Today we are launching undetweetable.com. It is a site that collects deleted tweets. Anyone can enter any twitter user in the database and it will start tracking their tweets that otherwise would have been deleted.

The project was created over the summer by graduate student Bradley Griffith in MobileLab, a research group in the Emerging Media + Communication (EMAC) program at UT Dallas.

Undetweetable is part art project, part curatorial effort, and part social media experiment. It’s the first in a series of new experimental projects from the lab that explore explore issues of identity, pseudonymity/anonymity, data ownership, authorship, and privacy. These are areas Brad and I are both interested in, and undetweetable exposes some aspects of them for people to experience for themselves directly.

The initial idea came from a desire to “collect” things on the Internet, exactly like a regular collector except things that could only be gathered online. For one year I ran a fictional character on twitter that had a small collection of such things, particularly things with emotional resonance. Collecting errors and regrettable outbursts seemed compelling, if somewhat nefarious (as was the character’s nature). Then as I was thinking about data ownership and privacy the idea popped up again in discussions with Bradley Griffith. He liked it, took it on over the summer and did all the development that is now undetweetable.com

At launch we are letting it bounce against the world to see what happens. Part of me thinks it’s an awful idea. Part of me thinks it will create a lot of interesting, even heated discussion (which  already happened in our very limited private release). As a creative project, it is in progress, and is released as is, to be further iterated on as people use it and provide feedback.

One of the interesting things I noticed as Brad was developing it over the last couple of months is that I thought very carefully about deleting a tweet, which in turn made pressing send when composing one much less casual than before. Everything felt more permanent. Posting should feel permanent, but of course it doesn’t. And that’s the point. I’ve always wanted to create something that made people feel more tension when hitting “send” on a social network. This seems to work.

Tangentially, I also started worrying about my future deleted tweet stream: was it good enough? Would it be interesting?
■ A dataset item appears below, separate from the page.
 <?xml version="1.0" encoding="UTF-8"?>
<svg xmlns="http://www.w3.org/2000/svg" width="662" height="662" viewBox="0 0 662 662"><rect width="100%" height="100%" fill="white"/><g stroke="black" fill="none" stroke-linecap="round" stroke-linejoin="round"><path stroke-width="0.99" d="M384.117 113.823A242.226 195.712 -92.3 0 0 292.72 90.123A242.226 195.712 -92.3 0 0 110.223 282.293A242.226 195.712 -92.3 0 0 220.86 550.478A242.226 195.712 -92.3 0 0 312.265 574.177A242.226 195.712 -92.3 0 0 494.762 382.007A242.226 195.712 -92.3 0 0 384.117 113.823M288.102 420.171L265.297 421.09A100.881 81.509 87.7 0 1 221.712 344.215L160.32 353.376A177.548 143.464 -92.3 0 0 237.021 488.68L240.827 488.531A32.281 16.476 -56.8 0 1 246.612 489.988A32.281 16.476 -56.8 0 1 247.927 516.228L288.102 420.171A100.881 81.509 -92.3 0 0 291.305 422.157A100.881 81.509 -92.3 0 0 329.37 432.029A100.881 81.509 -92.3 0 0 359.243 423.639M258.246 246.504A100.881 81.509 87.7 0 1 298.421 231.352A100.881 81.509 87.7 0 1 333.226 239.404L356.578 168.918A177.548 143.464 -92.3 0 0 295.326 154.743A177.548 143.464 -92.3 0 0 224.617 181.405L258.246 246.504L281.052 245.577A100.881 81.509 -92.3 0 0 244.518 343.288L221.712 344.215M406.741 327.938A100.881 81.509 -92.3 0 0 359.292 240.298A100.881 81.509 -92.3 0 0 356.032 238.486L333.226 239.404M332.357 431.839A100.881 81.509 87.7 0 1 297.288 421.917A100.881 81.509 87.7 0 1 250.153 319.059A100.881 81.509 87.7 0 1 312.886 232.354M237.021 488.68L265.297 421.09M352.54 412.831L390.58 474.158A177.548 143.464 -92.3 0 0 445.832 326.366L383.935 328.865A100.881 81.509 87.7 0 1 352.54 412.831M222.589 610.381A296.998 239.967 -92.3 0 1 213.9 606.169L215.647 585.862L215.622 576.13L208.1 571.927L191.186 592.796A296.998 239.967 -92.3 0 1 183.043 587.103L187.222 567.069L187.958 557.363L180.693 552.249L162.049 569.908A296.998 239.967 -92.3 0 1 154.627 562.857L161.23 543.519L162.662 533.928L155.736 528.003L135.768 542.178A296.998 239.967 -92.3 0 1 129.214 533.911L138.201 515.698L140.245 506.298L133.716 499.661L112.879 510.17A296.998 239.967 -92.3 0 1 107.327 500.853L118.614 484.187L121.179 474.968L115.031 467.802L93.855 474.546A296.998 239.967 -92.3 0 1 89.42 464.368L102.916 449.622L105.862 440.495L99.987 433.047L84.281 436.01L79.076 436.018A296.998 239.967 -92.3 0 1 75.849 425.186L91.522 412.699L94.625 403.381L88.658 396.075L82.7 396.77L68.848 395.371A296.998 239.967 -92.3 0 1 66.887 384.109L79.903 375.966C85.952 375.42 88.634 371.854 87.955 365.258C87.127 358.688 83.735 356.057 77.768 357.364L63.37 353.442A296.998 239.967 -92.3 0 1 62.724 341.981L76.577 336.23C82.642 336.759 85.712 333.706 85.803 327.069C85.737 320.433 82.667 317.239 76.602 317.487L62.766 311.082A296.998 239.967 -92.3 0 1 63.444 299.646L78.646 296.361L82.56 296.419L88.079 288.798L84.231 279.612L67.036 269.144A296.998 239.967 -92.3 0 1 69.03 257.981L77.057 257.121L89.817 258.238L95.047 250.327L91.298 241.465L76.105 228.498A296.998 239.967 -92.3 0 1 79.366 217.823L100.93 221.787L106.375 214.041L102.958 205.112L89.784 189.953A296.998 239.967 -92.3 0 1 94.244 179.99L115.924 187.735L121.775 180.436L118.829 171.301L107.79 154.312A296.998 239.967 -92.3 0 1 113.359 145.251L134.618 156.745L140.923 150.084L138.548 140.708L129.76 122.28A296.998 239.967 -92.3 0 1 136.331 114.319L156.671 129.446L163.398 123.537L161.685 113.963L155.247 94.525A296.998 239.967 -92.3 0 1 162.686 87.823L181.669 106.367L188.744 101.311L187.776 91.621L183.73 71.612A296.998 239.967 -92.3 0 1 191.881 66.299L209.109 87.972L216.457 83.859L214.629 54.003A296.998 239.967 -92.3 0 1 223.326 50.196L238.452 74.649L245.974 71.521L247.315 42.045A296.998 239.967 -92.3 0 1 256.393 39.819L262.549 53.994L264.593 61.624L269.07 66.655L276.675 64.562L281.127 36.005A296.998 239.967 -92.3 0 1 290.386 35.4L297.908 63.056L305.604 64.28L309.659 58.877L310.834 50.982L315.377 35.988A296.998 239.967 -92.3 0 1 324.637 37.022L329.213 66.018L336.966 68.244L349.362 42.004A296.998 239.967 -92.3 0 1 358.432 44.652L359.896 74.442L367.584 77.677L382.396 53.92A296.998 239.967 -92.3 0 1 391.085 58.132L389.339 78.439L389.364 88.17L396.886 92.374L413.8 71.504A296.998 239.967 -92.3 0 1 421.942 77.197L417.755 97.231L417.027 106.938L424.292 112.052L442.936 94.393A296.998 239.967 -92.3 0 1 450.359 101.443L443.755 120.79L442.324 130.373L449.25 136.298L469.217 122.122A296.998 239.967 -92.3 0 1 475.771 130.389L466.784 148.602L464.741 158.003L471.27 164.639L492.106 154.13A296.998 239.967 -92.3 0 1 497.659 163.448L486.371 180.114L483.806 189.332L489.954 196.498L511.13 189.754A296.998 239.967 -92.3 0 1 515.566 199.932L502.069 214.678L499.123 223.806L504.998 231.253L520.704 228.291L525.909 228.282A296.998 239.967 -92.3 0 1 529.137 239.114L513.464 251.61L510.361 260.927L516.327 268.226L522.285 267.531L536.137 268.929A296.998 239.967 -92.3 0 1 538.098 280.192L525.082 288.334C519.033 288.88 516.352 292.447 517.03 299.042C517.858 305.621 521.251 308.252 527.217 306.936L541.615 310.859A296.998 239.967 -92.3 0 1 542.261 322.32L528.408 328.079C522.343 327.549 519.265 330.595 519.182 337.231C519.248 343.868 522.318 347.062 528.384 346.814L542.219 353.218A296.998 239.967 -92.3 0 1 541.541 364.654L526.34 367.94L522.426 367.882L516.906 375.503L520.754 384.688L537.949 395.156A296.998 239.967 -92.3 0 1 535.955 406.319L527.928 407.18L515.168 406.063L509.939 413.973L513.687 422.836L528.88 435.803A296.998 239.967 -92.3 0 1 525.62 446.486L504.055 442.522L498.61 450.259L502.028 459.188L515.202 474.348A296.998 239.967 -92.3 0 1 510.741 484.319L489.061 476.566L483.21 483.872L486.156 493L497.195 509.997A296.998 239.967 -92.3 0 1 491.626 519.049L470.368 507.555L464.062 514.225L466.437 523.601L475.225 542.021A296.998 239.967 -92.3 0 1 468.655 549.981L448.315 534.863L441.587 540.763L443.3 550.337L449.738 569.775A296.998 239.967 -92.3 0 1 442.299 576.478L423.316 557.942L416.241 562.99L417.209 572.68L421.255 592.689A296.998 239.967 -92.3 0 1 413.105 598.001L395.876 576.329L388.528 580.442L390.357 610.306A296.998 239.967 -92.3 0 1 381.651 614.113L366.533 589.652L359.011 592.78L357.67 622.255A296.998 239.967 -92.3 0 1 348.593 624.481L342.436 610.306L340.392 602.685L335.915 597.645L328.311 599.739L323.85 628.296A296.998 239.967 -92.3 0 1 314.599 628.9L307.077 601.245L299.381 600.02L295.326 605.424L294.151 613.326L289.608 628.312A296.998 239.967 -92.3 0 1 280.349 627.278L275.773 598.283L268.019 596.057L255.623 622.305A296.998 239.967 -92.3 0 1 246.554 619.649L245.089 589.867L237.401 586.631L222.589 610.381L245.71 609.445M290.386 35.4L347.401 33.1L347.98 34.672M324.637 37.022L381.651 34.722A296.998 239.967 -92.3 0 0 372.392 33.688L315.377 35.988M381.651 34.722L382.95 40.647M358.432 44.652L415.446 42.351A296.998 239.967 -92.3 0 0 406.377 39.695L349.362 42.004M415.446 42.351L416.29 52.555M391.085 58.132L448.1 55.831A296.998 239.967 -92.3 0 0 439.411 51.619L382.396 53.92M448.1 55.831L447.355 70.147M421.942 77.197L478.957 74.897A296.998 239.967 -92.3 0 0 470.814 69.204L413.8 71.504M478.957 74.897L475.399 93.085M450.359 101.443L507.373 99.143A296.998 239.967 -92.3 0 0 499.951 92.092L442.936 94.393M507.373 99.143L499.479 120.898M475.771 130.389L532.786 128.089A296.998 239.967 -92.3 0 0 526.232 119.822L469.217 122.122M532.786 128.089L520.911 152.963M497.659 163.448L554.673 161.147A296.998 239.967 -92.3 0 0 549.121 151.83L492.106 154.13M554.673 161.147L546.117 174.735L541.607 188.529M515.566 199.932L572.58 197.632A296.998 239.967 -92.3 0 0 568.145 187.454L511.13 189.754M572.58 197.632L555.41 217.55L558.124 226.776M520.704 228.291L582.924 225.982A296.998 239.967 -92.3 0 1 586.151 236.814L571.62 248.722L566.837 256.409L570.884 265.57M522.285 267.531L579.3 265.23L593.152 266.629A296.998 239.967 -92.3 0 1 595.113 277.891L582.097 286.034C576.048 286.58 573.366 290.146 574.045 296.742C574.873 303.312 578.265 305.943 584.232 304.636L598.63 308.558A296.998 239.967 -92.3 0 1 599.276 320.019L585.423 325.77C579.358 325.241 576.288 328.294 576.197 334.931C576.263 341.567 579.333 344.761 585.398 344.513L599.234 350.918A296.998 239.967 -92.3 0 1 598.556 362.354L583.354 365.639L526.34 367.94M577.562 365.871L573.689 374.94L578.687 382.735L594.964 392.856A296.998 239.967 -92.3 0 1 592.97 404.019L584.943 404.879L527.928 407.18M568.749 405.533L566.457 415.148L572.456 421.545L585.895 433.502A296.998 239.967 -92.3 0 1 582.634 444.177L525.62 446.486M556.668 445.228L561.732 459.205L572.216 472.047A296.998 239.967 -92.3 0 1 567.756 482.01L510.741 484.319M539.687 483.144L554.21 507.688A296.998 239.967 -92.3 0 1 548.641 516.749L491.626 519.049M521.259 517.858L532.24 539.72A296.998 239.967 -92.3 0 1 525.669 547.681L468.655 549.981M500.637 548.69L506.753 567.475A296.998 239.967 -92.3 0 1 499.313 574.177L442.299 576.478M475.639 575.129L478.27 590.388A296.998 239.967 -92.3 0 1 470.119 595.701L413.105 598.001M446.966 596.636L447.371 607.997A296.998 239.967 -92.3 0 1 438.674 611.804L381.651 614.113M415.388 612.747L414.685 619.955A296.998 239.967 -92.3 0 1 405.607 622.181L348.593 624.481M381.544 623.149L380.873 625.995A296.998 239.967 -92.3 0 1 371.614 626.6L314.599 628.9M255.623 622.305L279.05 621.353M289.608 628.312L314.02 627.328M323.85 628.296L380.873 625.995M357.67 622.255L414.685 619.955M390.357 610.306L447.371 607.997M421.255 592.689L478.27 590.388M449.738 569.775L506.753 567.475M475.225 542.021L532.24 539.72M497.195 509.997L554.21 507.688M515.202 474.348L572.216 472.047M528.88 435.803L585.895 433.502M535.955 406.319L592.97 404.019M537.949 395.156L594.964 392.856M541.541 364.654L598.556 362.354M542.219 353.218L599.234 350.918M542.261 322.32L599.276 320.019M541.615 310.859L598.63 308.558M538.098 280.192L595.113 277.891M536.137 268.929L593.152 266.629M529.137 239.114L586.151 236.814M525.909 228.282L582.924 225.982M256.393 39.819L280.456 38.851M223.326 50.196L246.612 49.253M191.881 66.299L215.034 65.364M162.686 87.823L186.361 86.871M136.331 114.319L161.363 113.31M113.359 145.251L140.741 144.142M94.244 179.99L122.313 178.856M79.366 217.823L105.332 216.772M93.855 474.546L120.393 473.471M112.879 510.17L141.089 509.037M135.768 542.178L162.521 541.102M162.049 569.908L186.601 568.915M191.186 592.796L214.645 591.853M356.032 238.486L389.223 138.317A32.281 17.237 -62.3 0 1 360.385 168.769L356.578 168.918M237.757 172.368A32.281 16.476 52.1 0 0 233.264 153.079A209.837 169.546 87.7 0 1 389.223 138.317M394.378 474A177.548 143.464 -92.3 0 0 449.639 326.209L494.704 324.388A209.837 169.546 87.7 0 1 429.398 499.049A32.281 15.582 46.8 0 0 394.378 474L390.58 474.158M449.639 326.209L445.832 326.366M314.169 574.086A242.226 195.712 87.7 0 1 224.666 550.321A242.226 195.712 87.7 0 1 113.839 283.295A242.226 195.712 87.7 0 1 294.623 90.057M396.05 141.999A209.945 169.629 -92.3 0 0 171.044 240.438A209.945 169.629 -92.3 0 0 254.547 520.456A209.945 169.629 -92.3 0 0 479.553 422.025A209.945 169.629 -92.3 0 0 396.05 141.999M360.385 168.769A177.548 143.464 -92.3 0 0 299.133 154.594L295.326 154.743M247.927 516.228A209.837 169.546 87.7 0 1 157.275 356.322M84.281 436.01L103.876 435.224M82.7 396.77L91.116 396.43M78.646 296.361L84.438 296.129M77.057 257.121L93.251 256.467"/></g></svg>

Would it form an alternate universe of tweets, an alter ego of sorts (like I need another one of those…).

Then I thought what if we created an account or character where all the tweets were deleted? That’s what we decided to do with our own twitter account @undetweetable, so to see the updates you’ll have to go to our deleted tweets page.  I also thought about creating a fictional character that only “lived” in a deleted tweet universe. Hmmm.

Again the point of the experiment is to learn more about what we think and, just as important, feel about these things. To see what others think and feel. It is an education project after all, and I’m hoping that Brad & I learn, along with others, more about the issues we were interested in touching on through the illustration we have developed in Undetweetable.